The PACE project has brought research on evolvable, complex systems IT into direct contact with artificial cell research and microsystem interface engineering, allowing an assessment of the potential of a combination of the latest ideas from self-organization theory with the latest technology from chemistry and MEMS. Where do we stand after this initiative? Certainly, there is much work still to be done, and the project has revealed that most of the reacting chemical systems employed are still in their early infancy with respect to technical controllability. The price of self-organization and construction flexibility is still too high in terms of loss of control and reproducibility of behavior. However, there is now a clear technological path to a whole new world of information processing - constructive self-organizing information processing - in which programmable artificial cells are a clear milestone, not far-off in the future, serving to focus technical and conceptual effort.
Von Neumann's vision of bootstrapping complexity via self-reproducing automata, while one potent factor behind the PACE project, clearly misses key features of complex systems that have proved essential to the origin of living complexity. The
vision developed in PACE also goes well beyond the ideas of Turing in bootstrapping complexity via chemical pattern formation. It is now clear from work in PACE that ongoing physical self-assembly of genetically tailored components provides a powerful basis for bootstrapping complexity and building decentralized information processing systems.
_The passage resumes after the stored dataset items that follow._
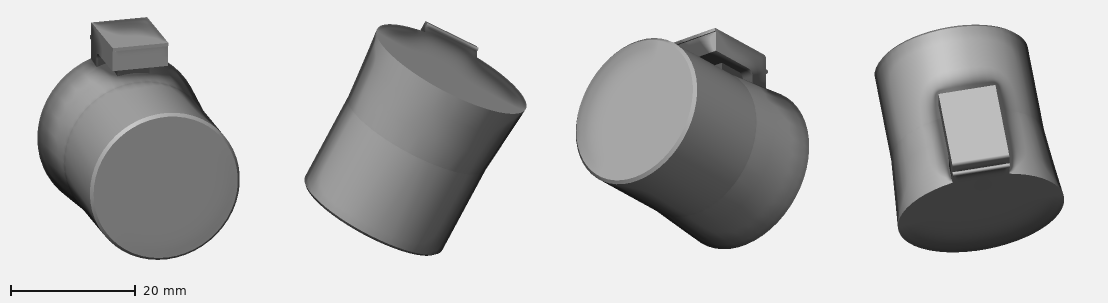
import cadquery as cq

flare_radius = 27.13 / 2
body_radius = 12.5
flare_length = 12.18
body_length = 27.85
end_chamfer = 0.5

overall_height = 32.57
tab_top = overall_height - flare_radius
tab_width = 9.28
tab_length = 12.77
tab_thickness = 4.0
tab_underside = tab_top - tab_thickness
leg_length = 3.42
nose_fillet = 0.5
inner_fillet = 1.05
root_depth = 9.77

lip_reach = 0.23
lip_height = 0.55

bead_reach = 0.55
bead_radius = 0.33
bead_drop = 2.75
bead_height = tab_top - bead_drop

rib_width = 5.28
rib_end = 8.75
rib_overlap = 0.65


def centered_plate(profile, width):
    """Extrude an XZ profile symmetrically about the XZ plane."""
    return profile.extrude(width / 2, both=True)


def make_body():
    return (
        cq.Workplane("XY")
        .lineTo(0, -flare_radius)
        .lineTo(flare_length, -body_radius)
        .lineTo(body_length - end_chamfer, -body_radius)
        .lineTo(body_length, end_chamfer - body_radius)
        .lineTo(body_length, 0)
        .close()
        .revolve(360, (0, 0, 0), (1, 0, 0))
    )


def make_tab():
    profile = (
        cq.Workplane("XZ")
        .moveTo(0, root_depth)
        .lineTo(0, tab_top - nose_fillet)
        .radiusArc((nose_fillet, tab_top), nose_fillet)
        .lineTo(tab_length + lip_reach, tab_top)
        .lineTo(tab_length + lip_reach, tab_top - lip_height)
        .lineTo(tab_length, tab_top - lip_height)
        .lineTo(tab_length, tab_underside)
        .lineTo(leg_length + inner_fillet, tab_underside)
        .radiusArc((leg_length, tab_underside - inner_fillet), -inner_fillet)
        .lineTo(leg_length, root_depth)
        .close()
    )
    return centered_plate(profile, tab_width)


def make_bead():
    round_start = bead_radius - bead_reach
    profile = (
        cq.Workplane("XZ")
        .moveTo(nose_fillet, bead_height - bead_radius)
        .lineTo(round_start, bead_height - bead_radius)
        .threePointArc((-bead_reach, bead_height), (round_start, bead_height + bead_radius))
        .lineTo(nose_fillet, bead_height + bead_radius)
        .close()
    )
    return centered_plate(profile, tab_width)


def make_rib():
    profile = (
        cq.Workplane("XZ")
        .moveTo(leg_length / 2, root_depth)
        .lineTo(rib_end, root_depth)
        .lineTo(rib_end, tab_underside + rib_overlap)
        .lineTo(leg_length / 2, tab_underside + rib_overlap)
        .close()
    )
    return centered_plate(profile, rib_width)


result = make_body().union(make_tab()).union(make_bead()).union(make_rib())

A bottom-up genetic capability relies on the ability to transfer molecular information, and although this is present in very simple chemical mechanisms (template chemistry) this area needs a major technical focus to build this basic capability up into powerful information processes. The utilization of self-assembly ranges from the construction of cooperative repetitive structures (such as membranes from self-assembling amphiphiles) to very precise spatial arrangements capable of performing detailed calculations.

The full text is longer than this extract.